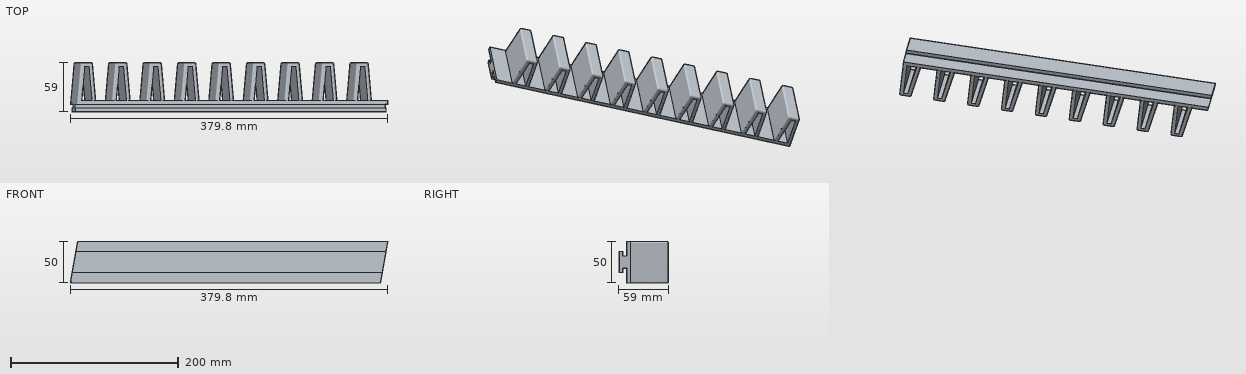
import math

import cadquery as cq

SLANT_HEIGHT = 50.8
LEAN_ANGLE = 10.0
LENGTH = 371.4
PLATE_THICKNESS = 5.0

TOOTH_COUNT = 9
TOOTH_PITCH = 41.25
TOOTH_DEPTH = 50.0
TOOTH_ROOT_WIDTH = 22.6
TOOTH_DRAFT = 5.0
SIDE_WALL = 4.8
TIP_WALL = 4.5
EDGE_RADIUS = 2.0

RAIL_DEPTH = 9.02
HEAD_DEPTH = 4.5
HEAD_HEIGHT = 25.4
NECK_HEIGHT = 15.0
RAIL_RISE = 0.25

HEIGHT = SLANT_HEIGHT * math.cos(math.radians(LEAN_ANGLE))
LEAN = math.tan(math.radians(LEAN_ANGLE))
TAPER = math.tan(math.radians(TOOTH_DRAFT))


def leaning_prism(outline, bottom, height):
    """Loft an XY outline from z = bottom upward, shifting it along the lean."""
    lower = [(x + bottom * LEAN, y) for x, y in outline]
    upper = [(x + height * LEAN, y) for x, y in lower]
    return (
        cq.Workplane("XY", origin=(0, 0, bottom))
        .polyline(lower).close()
        .workplane(offset=height)
        .polyline(upper).close()
        .loft(ruled=True)
    )


def bar(start, end, front, back, height, rise=0):
    """Leaning bar centred the given rise above the plate's mid height."""
    outline = [(start, front), (end, front), (end, back), (start, back)]
    return leaning_prism(outline, (HEIGHT - height) / 2 + rise, height)


def wedge(inset, front, back):
    """Tapered tooth outline at z = 0, its side walls moved inward by inset."""
    left_front = inset + front * TAPER
    left_back = inset + back * TAPER
    return [
        (left_front, front),
        (TOOTH_ROOT_WIDTH - left_front, front),
        (TOOTH_ROOT_WIDTH - left_back, back),
        (left_back, back),
    ]


def make_tooth():
    """Hollow wedge open at top and bottom, all edges rounded but the front ones."""
    body = leaning_prism(wedge(0, 0, TOOTH_DEPTH), 0, HEIGHT)
    body = body.edges("not <Y").fillet(EDGE_RADIUS)
    cavity_outline = wedge(SIDE_WALL, PLATE_THICKNESS, TOOTH_DEPTH - TIP_WALL)
    return body.cut(leaning_prism(cavity_outline, 0, HEIGHT))


def make_plate():
    """Plate behind the rail, starting inside the first tooth, which forms its -X end."""
    return bar(TOOTH_ROOT_WIDTH / 2, LENGTH, 0, PLATE_THICKNESS, HEIGHT)


def make_rail():
    """T-shaped rail along the front of the plate."""
    head_back = HEAD_DEPTH - RAIL_DEPTH
    neck = bar(0, LENGTH, head_back, 0, NECK_HEIGHT, RAIL_RISE)
    head = bar(0, LENGTH, -RAIL_DEPTH, head_back, HEAD_HEIGHT, RAIL_RISE)
    return neck.union(head)


tooth = make_tooth()
result = make_plate().union(make_rail())
for index in range(TOOTH_COUNT):
    result = result.union(tooth.translate((index * TOOTH_PITCH, 0, 0)))

----

* TASK STATEMENT:
Each record above must be retyped exactly. Omit the pictures.

* ANSWER TO THIS TASK:
import math

import cadquery as cq

SLANT_HEIGHT = 50.8
LEAN_ANGLE = 10.0
LENGTH = 371.4
PLATE_THICKNESS = 5.0

TOOTH_COUNT = 9
TOOTH_PITCH = 41.25
TOOTH_DEPTH = 50.0
TOOTH_ROOT_WIDTH = 22.6
TOOTH_DRAFT = 5.0
SIDE_WALL = 4.8
TIP_WALL = 4.5
EDGE_RADIUS = 2.0

RAIL_DEPTH = 9.02
HEAD_DEPTH = 4.5
HEAD_HEIGHT = 25.4
NECK_HEIGHT = 15.0
RAIL_RISE = 0.25

HEIGHT = SLANT_HEIGHT * math.cos(math.radians(LEAN_ANGLE))
LEAN = math.tan(math.radians(LEAN_ANGLE))
TAPER = math.tan(math.radians(TOOTH_DRAFT))


def leaning_prism(outline, bottom, height):
    """Loft an XY outline from z = bottom upward, shifting it along the lean."""
    lower = [(x + bottom * LEAN, y) for x, y in outline]
    upper = [(x + height * LEAN, y) for x, y in lower]
    return (
        cq.Workplane("XY", origin=(0, 0, bottom))
        .polyline(lower).close()
        .workplane(offset=height)
        .polyline(upper).close()
        .loft(ruled=True)
    )


def bar(start, end, front, back, height, rise=0):
    """Leaning bar centred the given rise above the plate's mid height."""
    outline = [(start, front), (end, front), (end, back), (start, back)]
    return leaning_prism(outline, (HEIGHT - height) / 2 + rise, height)


def wedge(inset, front, back):
    """Tapered tooth outline at z = 0, its side walls moved inward by inset."""
    left_front = inset + front * TAPER
    left_back = inset + back * TAPER
    return [
        (left_front, front),
        (TOOTH_ROOT_WIDTH - left_front, front),
        (TOOTH_ROOT_WIDTH - left_back, back),
        (left_back, back),
    ]


def make_tooth():
    """Hollow wedge open at top and bottom, all edges rounded but the front ones."""
    body = leaning_prism(wedge(0, 0, TOOTH_DEPTH), 0, HEIGHT)
    body = body.edges("not <Y").fillet(EDGE_RADIUS)
    cavity_outline = wedge(SIDE_WALL, PLATE_THICKNESS, TOOTH_DEPTH - TIP_WALL)
    return body.cut(leaning_prism(cavity_outline, 0, HEIGHT))


def make_plate():
    """Plate behind the rail, starting inside the first tooth, which forms its -X end."""
    return bar(TOOTH_ROOT_WIDTH / 2, LENGTH, 0, PLATE_THICKNESS, HEIGHT)


def make_rail():
    """T-shaped rail along the front of the plate."""
    head_back = HEAD_DEPTH - RAIL_DEPTH
    neck = bar(0, LENGTH, head_back, 0, NECK_HEIGHT, RAIL_RISE)
    head = bar(0, LENGTH, -RAIL_DEPTH, head_back, HEAD_HEIGHT, RAIL_RISE)
    return neck.union(head)


tooth = make_tooth()
result = make_plate().union(make_rail())
for index in range(TOOTH_COUNT):
    result = result.union(tooth.translate((index * TOOTH_PITCH, 0, 0)))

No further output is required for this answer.